Common TTFA reporting mistakes
- Including handshake in TTFA. ~300–500 ms of cold-start that has nothing to do with the model. Pre-connect first.
- Measuring against
localhost. No realistic network RTT. Numbers will be 30–80 ms lower than production.
- Single-shot timings. Cold caches, GC pauses, JIT, scheduler jitter — p95 over 20+ warm requests or it’s noise.
- Mixing inference TTFA and end-to-end TTFA. Decide which one you’re reporting and label it. Comparing one to the other across vendors is how people end up with wrong “we’re slower than X” conclusions.
Common mistakes
- Per-segment
flush=true. Every flush is a fresh TTS request that
pays the full model TTFA. If you flush after every sentence, you pay
it N times per turn instead of once.
- One session per sentence.
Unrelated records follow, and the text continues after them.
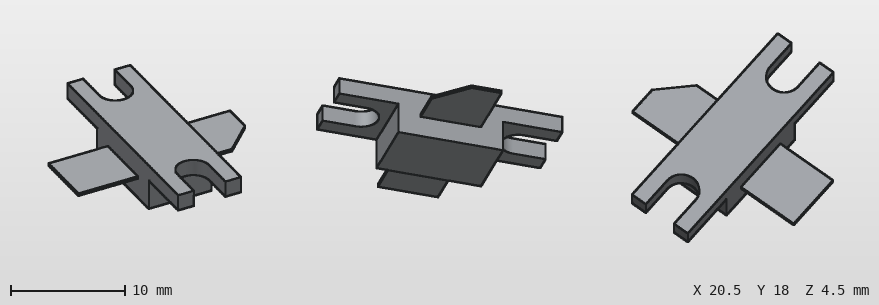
import cadquery as cq

flange_length = 20.5
flange_width = 6.23
flange_thickness = 1.58

slot_width = 3.14
slot_depth = 4.6

overall_height = 4.5
body_length = 9.61
body_width = flange_width
spacer_thickness = 0.7
cap_height = overall_height - flange_thickness - spacer_thickness

lead_span = 18.0
lead_width = 5.54
lead_thickness = 0.25
lead_corner_cut = lead_width / 2

cap_top = cap_height
spacer_top = cap_top + spacer_thickness
lead_bottom = cap_top - lead_thickness


def block(length, width, height, bottom):
    """Box centred on the Z axis, standing on the given height."""
    return (
        cq.Workplane("XY")
        .workplane(offset=bottom)
        .rect(length, width)
        .extrude(height)
    )


def slot_cutter(side):
    """Slot open at one flange end (side is -1 or +1) with a round inner end."""
    radius = slot_width / 2
    open_x = side * flange_length / 2
    inner_x = side * (flange_length / 2 - slot_depth)
    arc_x = inner_x + side * radius
    return (
        cq.Workplane("XY")
        .workplane(offset=spacer_top)
        .moveTo(open_x, -radius)
        .lineTo(arc_x, -radius)
        .threePointArc((inner_x, 0), (arc_x, radius))
        .lineTo(open_x, radius)
        .close()
        .extrude(flange_thickness)
    )


def make_flange():
    """Flat bar with a mounting slot in each end."""
    flange = block(flange_length, flange_width, flange_thickness, spacer_top)
    for side in (-1, 1):
        flange = flange.cut(slot_cutter(side))
    return flange


def make_leads():
    """Lead strip along Y; the +X corner of its +Y end is cut off."""
    strip = block(lead_width, lead_span, lead_thickness, lead_bottom)
    return strip.edges("|Z").edges(">Y").edges(">X").chamfer(lead_corner_cut)


cap = block(body_length, body_width, cap_height, 0)
spacer = block(body_length, body_width, spacer_thickness, cap_top)

result = cap
for piece in (spacer, make_flange(), make_leads()):
    result = result.union(piece, clean=False)

A new WebSocket handshake (~200-300 ms)
plus a fresh model prefill, every sentence. Keep the same session open
for the whole assistant turn; only close it when the turn ends.
- Client-side sentence buffering before
send. Unnecessary — the
server already buffers tokens and chunks at sentence boundaries.
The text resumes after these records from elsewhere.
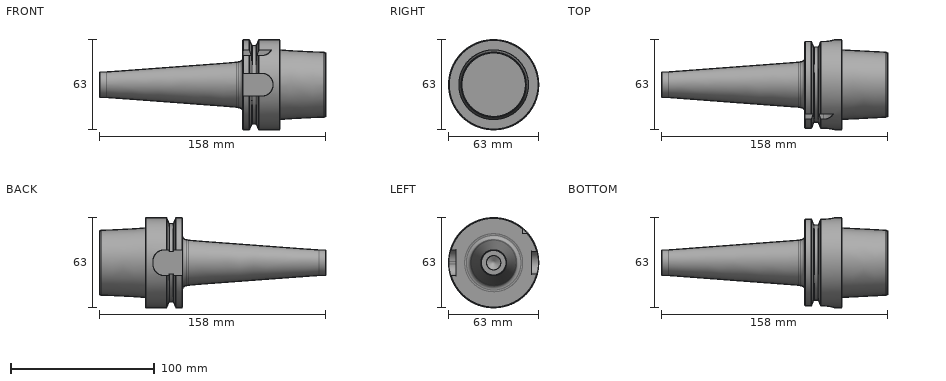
import cadquery as cq
import math


flange_length = 26.0
nose_length = 100.0
nose_radius = 18.0 / 2
nose_land_length = 4.8
nose_chamfer = 0.4
cone_root_radius = 31.6 / 2
cone_length = 95.8

blend_radius = 2.95
blend_start_radius = 16.1
relief_depth = 0.1
relief_outer_radius = 20.3

flange_radius = 63.0 / 2
flange_chamfer = 0.5
groove_centre_x = -18.1
groove_floor_radius = 55.0 / 2
groove_floor_width = 2.4
groove_floor_fillet = 0.5
groove_wall_angle = 23.0
groove_rim_chamfer = 0.4

shank_length = 32.0
shank_start_radius = 24.35
shank_end_radius = 22.75
shank_chamfer_length = 1.2
shank_chamfer_depth = 0.6

bore_radius = 10.0 / 2
bore_depth = 45.0
bore_tip_angle = 118.0

slot_floor_offset = 26.35
slot_end_radius = 8.0
front_slot_width = 16.0
front_slot_end_x = -4.8
back_slot_width = 18.0
back_slot_end_x = -5.3

notch_corner_offset = 20.3
notch_runout_start_x = -12.9
notch_runout_radius = 8.0

flange_front_x = -flange_length
nose_tip_x = flange_front_x - nose_length
cone_root_x = nose_tip_x + cone_length


def revolve_about_x(profile):
    """Full revolution of a profile in the XY plane about the X axis."""
    return profile.revolve(360, (0, 0, 0), (1, 0, 0))


def point_on_arc(centre_x, centre_y, arc_radius, angle):
    """Point on an arc, at an angle in degrees from the first sketch axis."""
    radians = math.radians(angle)
    return (
        centre_x + arc_radius * math.cos(radians),
        centre_y + arc_radius * math.sin(radians),
    )


def turned_body():
    """Outer profile of nose, blend, flange and shank, revolved about X."""
    relief_x = flange_front_x + relief_depth
    blend_start_x = relief_x - blend_radius
    blend_end_radius = blend_start_radius + blend_radius
    blend_mid = point_on_arc(blend_start_x, blend_end_radius, blend_radius, -45)
    rim_radius = flange_radius - flange_chamfer

    profile = (
        cq.Workplane("XY")
        .moveTo(nose_tip_x, 0)
        .lineTo(nose_tip_x, nose_radius - nose_chamfer)
        .lineTo(nose_tip_x + nose_chamfer, nose_radius)
        .lineTo(nose_tip_x + nose_land_length, nose_radius)
        .lineTo(cone_root_x, cone_root_radius)
        .lineTo(blend_start_x, blend_start_radius)
        .threePointArc(blend_mid, (relief_x, blend_end_radius))
        .lineTo(flange_front_x, relief_outer_radius)
        .lineTo(flange_front_x, rim_radius)
        .lineTo(flange_front_x + flange_chamfer, flange_radius)
        .lineTo(-flange_chamfer, flange_radius)
        .lineTo(0, rim_radius)
        .lineTo(0, shank_start_radius)
        .lineTo(shank_length - shank_chamfer_length, shank_end_radius)
        .lineTo(shank_length, shank_end_radius - shank_chamfer_depth)
        .lineTo(shank_length, 0)
        .close()
    )
    return revolve_about_x(profile)


def gripper_groove():
    """V-shaped ring around the flange with filleted floor corners and chamfered rims."""
    floor_half = groove_floor_width / 2
    fillet_centre_radius = groove_floor_radius + groove_floor_fillet
    wall_end_x, wall_end_radius = point_on_arc(
        floor_half, fillet_centre_radius, groove_floor_fillet, -groove_wall_angle
    )
    fillet_mid_angle = -(90 + groove_wall_angle) / 2
    fillet_mid_x, fillet_mid_radius = point_on_arc(
        floor_half, fillet_centre_radius, groove_floor_fillet, fillet_mid_angle
    )
    wall_top_radius = flange_radius - groove_rim_chamfer
    wall_slope = math.tan(math.radians(groove_wall_angle))
    wall_top_x = wall_end_x + (wall_top_radius - wall_end_radius) * wall_slope
    rim_x = wall_top_x + groove_rim_chamfer

    profile = (
        cq.Workplane("XY", origin=(groove_centre_x, 0, 0))
        .moveTo(-rim_x, flange_radius)
        .lineTo(-wall_top_x, wall_top_radius)
        .lineTo(-wall_end_x, wall_end_radius)
        .threePointArc((-fillet_mid_x, fillet_mid_radius), (-floor_half, groove_floor_radius))
        .lineTo(floor_half, groove_floor_radius)
        .threePointArc((fillet_mid_x, fillet_mid_radius), (wall_end_x, wall_end_radius))
        .lineTo(wall_top_x, wall_top_radius)
        .lineTo(rim_x, flange_radius)
        .close()
    )
    return revolve_about_x(profile)


def tool_bore():
    """Blind bore from the nose tip with a drill-point bottom."""
    bore_end_x = nose_tip_x + bore_depth
    tip_length = bore_radius / math.tan(math.radians(bore_tip_angle / 2))
    profile = (
        cq.Workplane("XY")
        .moveTo(nose_tip_x, 0)
        .lineTo(nose_tip_x, bore_radius)
        .lineTo(bore_end_x, bore_radius)
        .lineTo(bore_end_x + tip_length, 0)
        .close()
    )
    return revolve_about_x(profile)


def drive_slot(side, width, end_x):
    """Flat-floored slot on the +Y (side = 1) or -Y (side = -1) flank with a rounded end."""
    half_width = width / 2
    end_flat_half = half_width - slot_end_radius
    round_start_x = end_x - slot_end_radius
    mid_x, mid_z = point_on_arc(round_start_x, end_flat_half, slot_end_radius, 45)

    outline = (
        cq.Workplane("XZ", origin=(0, side * slot_floor_offset, 0))
        .moveTo(flange_front_x, -half_width)
        .lineTo(round_start_x, -half_width)
        .threePointArc((mid_x, -mid_z), (end_x, -end_flat_half))
    )
    if end_flat_half > 0:
        outline = outline.lineTo(end_x, end_flat_half)
    outline = (
        outline.threePointArc((mid_x, mid_z), (round_start_x, half_width))
        .lineTo(flange_front_x, half_width)
        .close()
    )
    return outline.extrude(-side * (flange_radius - slot_floor_offset))


def orientation_notch():
    """Corner notch on the -Y, +Z rim whose floor curves up and out at its +X end."""
    runout_end_x = notch_runout_start_x + notch_runout_radius
    arc_centre_z = notch_corner_offset + notch_runout_radius
    arc_mid = point_on_arc(notch_runout_start_x, arc_centre_z, notch_runout_radius, -45)
    return (
        cq.Workplane("XZ", origin=(0, -notch_corner_offset, 0))
        .moveTo(flange_front_x, notch_corner_offset)
        .lineTo(notch_runout_start_x, notch_corner_offset)
        .threePointArc(arc_mid, (runout_end_x, arc_centre_z))
        .lineTo(runout_end_x, flange_radius)
        .lineTo(flange_front_x, flange_radius)
        .close()
        .extrude(flange_radius - notch_corner_offset)
    )


result = (
    turned_body()
    .cut(gripper_groove())
    .cut(tool_bore())
    .cut(drive_slot(-1, front_slot_width, front_slot_end_x))
    .cut(drive_slot(1, back_slot_width, back_slot_end_x))
    .cut(orientation_notch())
)

Pre-buffering on the client just adds latency.
- Calling
send(text, flush=true) per word “for lower latency.” It
is the opposite: each flush is a separate model call. Word-granular
flushing produces the worst possible TTFA.
Migrating from ElevenLabs
ElevenLabs’ text_chunker flushes on every internal trigger; the
WebSocket protocol is more forgiving of mid-stream flushes because each
flush is comparatively cheaper. KugelAudio’s /ws/tts/stream is not:
each flush triggers a fresh model prefill. The mechanical translation —
“flush=True on KugelAudio == flush=true on ElevenLabs” — is the
single most common source of bad TTFA when porting an existing
ElevenLabs integration.
The right translation:
| ElevenLabs pattern | KugelAudio equivalent |
|---|
send(text, flush=True) after every chunk | send(text) with no flush; let the server’s text buffer chunk. |
try_trigger_generation=True | Default behavior. The server starts generation at sentence boundaries automatically. |
auto_mode=true | Same name on KugelAudio (StreamConfig.auto_mode). |
| One context per turn | One StreamingSession per turn. |
A dedicated ElevenLabs → KugelAudio migration guide is tracked
separately; this section covers the streaming-protocol differences only.